本学位论文研究混沌系统的界、分岔、控制与同步若干问题,主要内容分为以下几个方面:
1.研究了修正超混沌Lu系统的Hopf分岔。首先,得到Hopf分岔存在的条件。然后,用规范形理论分析了Hopf分岔的类型、分岔的方向、分岔的近似周期解。最后,用数值仿真也验证了理论分析的正确性。
2.统一混沌系统在参数已知和参数未知情况下的同步问题。基于LaSalle不变集原理和线性矩阵不等式,当参数已知时,用一个带有自适应增益的线性反馈控制器实现了两个相同的统一混系统的同步,其次,用一个自适应控制器实现了参数未知时统一混沌系的同步,最后用仿真结果验证了文中的理论分析。
3.利用Shilnikov定理构造一个含有平方项的三维混沌系统,且系统有两个平衡点。构造的过程表明该混沌具有Smale马蹄(同宿轨混沌),满足同宿轨道Shilnikov定理条件,数值仿真验证了该方法的有效性。最后,用待定系数法证明系统中存在Smale马蹄,因而是Shilnikov意义下的混沌。
4.动态输出反馈的方法来控制一类混沌系统。利用李亚普诺夫稳定理论,结合线性矩阵不等式优化方法,分析了系统的稳定性。数值仿真验证了设计方法的可行性。
5.针对一类参数随时间变化,具有外部噪声干扰,不确定混沌系统,用鲁棒自适应方法实现了异结构混沌系统的同步和参数辨识。利用李亚普诺夫稳定理论,设计了鲁棒自适应控制器和参数自适应律。最后以Lorenz系统和Chen系统为例子进行仿真验证,数值仿真验证了所设计方法具有鲁棒性和有效性。
6.引入了一个典型自治混沌系统,该系统包含2个系统变量乘积的非线性函数项。当系统参数变化时,系统属于广义Lorenz系统,又能够不属于广义Lorenz系统.用分岔图,Poincare截面图和Lyapunov指数对典型系统进行了分析。最后,对典型系统的界进行了估计,给出当参数a,b,c, d全为正数时界的表达式。
7.运用参数法给出了一个三维自治系统在满足一定条件下两变量上界的估计并证明,在此基础上给出了该系统三个变量的一个上界估计定理并给予了证明,给出了能产生不稳定的鞍焦平衡点参数的条件,有一个正的李氏指数,从而构造出一个混沌系统。
8.构造了一个具有光滑四次函数的自治混沌系统,系统中包含两个系统变量乘积的非线性函数和三个实平衡点。讨论了平衡点的稳定性、用Lyapunov维数、Poincare截面图、Lyapunov指数谱和分岔图分析了系统的动力学特性。

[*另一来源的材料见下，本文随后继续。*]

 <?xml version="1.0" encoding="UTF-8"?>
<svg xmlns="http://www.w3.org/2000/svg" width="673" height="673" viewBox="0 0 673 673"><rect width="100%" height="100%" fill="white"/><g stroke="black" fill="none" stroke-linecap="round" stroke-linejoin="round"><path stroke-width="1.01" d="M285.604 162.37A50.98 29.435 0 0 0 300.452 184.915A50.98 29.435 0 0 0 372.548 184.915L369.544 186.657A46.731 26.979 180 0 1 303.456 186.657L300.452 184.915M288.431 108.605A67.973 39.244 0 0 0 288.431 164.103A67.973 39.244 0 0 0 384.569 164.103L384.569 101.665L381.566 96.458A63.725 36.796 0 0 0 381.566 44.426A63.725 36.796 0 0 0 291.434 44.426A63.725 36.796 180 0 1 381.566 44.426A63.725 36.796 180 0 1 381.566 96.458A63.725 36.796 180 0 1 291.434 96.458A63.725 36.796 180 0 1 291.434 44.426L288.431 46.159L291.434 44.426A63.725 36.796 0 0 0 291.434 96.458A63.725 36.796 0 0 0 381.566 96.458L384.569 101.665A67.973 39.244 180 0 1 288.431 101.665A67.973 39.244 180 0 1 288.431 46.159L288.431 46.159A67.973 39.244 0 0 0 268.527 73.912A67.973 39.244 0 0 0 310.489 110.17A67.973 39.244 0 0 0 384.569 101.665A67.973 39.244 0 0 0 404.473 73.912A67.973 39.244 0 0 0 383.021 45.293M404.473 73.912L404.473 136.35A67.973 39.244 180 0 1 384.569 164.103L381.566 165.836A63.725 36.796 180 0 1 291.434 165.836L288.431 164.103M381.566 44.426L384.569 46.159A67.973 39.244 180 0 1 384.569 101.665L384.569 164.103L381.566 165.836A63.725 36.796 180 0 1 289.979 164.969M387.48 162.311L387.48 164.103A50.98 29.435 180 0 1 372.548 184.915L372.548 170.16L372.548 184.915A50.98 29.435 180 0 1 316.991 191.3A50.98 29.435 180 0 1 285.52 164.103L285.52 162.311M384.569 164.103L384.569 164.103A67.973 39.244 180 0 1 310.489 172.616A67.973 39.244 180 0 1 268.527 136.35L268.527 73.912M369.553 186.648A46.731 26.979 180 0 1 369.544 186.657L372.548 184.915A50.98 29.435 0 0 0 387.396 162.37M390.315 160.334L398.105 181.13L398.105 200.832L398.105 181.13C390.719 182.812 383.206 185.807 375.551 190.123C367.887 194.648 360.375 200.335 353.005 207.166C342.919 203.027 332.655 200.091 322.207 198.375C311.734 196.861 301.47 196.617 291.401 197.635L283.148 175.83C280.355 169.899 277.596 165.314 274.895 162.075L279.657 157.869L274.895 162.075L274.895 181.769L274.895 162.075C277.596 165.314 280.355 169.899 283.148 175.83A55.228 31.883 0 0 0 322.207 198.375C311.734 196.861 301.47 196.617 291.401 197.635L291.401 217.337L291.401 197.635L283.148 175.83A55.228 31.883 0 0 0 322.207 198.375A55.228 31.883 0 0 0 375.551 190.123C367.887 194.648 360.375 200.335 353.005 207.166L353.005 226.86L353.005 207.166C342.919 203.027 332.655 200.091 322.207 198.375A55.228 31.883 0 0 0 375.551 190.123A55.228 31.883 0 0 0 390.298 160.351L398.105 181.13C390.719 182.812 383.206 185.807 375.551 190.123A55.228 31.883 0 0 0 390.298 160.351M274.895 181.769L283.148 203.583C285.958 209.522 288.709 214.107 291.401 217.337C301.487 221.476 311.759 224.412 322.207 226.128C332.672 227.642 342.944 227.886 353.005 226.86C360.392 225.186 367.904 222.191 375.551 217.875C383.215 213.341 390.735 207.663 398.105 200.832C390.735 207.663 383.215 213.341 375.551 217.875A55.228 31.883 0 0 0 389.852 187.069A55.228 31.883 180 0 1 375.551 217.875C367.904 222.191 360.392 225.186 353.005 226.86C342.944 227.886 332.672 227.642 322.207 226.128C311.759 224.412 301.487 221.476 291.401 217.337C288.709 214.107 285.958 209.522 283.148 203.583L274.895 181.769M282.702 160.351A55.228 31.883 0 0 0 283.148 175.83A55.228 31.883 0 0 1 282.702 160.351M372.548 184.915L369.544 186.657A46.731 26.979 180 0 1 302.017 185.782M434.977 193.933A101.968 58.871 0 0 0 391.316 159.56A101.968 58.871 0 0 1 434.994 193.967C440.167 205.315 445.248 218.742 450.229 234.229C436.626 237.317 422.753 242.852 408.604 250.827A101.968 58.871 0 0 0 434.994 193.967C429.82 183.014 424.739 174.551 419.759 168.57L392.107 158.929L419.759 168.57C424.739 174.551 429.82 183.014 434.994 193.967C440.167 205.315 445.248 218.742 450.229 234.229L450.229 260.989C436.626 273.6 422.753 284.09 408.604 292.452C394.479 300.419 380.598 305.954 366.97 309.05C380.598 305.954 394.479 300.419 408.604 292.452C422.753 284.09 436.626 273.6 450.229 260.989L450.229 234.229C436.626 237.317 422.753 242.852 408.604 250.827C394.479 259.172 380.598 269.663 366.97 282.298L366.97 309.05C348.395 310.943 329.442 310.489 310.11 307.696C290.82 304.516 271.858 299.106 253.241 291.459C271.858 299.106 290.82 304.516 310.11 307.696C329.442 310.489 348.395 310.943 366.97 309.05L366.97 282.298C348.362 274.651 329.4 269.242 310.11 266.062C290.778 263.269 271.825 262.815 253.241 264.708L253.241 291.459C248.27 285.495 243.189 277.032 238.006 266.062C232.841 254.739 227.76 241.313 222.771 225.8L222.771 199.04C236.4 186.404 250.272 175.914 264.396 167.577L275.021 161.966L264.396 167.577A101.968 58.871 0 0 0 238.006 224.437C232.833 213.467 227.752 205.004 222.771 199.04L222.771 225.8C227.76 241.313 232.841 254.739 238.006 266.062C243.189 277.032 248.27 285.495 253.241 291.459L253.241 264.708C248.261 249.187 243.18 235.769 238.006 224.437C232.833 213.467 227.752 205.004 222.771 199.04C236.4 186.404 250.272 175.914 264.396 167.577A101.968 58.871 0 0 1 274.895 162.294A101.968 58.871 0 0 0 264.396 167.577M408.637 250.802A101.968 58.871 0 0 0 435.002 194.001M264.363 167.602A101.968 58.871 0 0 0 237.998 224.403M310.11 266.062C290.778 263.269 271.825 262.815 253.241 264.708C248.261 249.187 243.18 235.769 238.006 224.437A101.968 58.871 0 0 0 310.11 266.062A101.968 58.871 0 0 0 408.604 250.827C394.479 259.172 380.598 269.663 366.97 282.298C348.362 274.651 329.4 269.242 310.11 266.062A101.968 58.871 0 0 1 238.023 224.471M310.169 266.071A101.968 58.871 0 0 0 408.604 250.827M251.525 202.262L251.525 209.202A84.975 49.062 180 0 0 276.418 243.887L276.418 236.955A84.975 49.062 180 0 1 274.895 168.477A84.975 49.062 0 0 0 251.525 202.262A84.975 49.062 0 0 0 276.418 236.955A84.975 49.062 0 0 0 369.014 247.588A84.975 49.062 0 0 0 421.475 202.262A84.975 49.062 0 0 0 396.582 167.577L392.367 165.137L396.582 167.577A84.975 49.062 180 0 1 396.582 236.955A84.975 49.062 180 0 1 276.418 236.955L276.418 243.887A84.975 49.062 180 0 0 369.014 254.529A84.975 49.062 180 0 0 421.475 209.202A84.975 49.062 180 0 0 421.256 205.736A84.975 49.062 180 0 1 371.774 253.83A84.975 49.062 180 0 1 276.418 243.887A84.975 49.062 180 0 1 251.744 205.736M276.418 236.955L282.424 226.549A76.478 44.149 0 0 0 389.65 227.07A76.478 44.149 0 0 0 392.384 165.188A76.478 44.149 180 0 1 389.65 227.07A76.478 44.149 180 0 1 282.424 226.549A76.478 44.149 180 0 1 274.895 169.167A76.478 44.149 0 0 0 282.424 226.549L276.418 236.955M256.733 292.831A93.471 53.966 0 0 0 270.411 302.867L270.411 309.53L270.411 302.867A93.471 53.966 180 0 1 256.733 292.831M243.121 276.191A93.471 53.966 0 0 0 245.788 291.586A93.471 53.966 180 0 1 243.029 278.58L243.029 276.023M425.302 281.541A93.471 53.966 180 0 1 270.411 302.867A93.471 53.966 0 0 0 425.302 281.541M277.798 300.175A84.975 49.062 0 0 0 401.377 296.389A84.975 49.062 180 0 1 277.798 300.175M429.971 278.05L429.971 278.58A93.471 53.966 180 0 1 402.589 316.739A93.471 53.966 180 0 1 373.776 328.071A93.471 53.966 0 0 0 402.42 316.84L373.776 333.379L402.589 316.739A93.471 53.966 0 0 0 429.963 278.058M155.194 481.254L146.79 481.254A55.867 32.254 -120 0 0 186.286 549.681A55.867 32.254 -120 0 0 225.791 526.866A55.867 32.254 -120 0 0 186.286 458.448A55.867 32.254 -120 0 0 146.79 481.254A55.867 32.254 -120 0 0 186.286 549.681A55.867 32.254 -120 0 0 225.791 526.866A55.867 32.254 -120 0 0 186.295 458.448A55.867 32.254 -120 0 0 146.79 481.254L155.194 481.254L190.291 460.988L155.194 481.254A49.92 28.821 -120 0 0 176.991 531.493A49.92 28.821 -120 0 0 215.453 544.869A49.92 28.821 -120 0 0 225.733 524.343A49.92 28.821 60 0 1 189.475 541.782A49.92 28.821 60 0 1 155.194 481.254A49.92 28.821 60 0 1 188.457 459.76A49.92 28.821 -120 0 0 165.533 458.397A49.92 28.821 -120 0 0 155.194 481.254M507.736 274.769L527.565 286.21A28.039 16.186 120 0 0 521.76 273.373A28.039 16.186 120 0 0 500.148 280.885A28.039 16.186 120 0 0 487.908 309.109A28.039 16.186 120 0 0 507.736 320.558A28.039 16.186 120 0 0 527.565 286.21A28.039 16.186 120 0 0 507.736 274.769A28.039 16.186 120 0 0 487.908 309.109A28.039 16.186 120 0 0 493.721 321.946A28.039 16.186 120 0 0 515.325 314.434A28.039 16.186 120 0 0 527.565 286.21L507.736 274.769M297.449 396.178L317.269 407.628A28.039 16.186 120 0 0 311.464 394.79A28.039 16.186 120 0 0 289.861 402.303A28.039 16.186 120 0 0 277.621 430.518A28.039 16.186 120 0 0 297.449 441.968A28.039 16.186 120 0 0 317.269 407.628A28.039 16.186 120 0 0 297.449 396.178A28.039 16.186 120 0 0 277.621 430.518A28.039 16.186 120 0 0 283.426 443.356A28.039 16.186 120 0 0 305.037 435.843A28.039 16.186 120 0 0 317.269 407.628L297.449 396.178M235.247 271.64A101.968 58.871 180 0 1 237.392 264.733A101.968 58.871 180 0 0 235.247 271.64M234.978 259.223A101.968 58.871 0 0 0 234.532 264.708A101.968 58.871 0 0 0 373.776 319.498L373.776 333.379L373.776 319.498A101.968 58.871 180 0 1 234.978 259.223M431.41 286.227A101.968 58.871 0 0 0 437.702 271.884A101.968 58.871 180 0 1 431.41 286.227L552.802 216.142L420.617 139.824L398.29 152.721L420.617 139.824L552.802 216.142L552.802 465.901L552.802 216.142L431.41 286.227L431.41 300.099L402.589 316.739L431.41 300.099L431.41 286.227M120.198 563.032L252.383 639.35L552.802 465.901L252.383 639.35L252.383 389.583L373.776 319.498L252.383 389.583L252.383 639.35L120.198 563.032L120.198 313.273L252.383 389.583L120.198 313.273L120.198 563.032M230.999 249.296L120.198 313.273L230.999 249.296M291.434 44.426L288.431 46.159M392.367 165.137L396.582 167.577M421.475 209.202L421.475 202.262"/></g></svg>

最后,基于拓扑马蹄映射理论,证明自治混沌系统存在拓扑马蹄。
9.提出了一个新的混沌系统,其基本的动力学性质,用平衡点的稳定性、Lyapunov维数、Poincare截面图、Lyapunov指数谱和分岔图进行详尽的分析。然后用脉冲控制将新的系统稳定到原点。
本学位的论文工作得到了禹思敏教授主持的主持的国家自然科学基金(批准号:61172023)和广东省自然科学基金(批准号:S2011010001028)资助。
Chaos is an existing phenomenon in nonlinear systems, which arises from deterministic system in a random and non-reguar fashion. It is ubiquitous and complex. The most reamarkable chaotic character is that chaotic systems exhibit high sensitivity to initial conditions. In other words, a nonlinear system called chaotic system is unpredictable. Chao breaks the rigorous division between deterministic systems and random systems, which is un-repeatable, local un-stable and whole stable. In the study on chaos, The bound of chaotic systems have become front research topics, extremely challenging. The ultimate bound of a chaotic system is important for the investigation of the qualitative behavior of a chaotic system, however, estimating the globally exponentially attractive and ultimate bound set for a dynamic system is a quite challenging task in general. A chaotic system is bounded, in the sense that its chaotic attractor is bounded in the phase space, and estimate of its bound is important in chaos control, chaos synchronization and applications. On the one hand, Hopf bifurcation of a hyperchaotic system is studied in this dissertation, on the other hand, bound, control, synchronization and some issues concerned of several novel chaotic systems are investigated in this paper.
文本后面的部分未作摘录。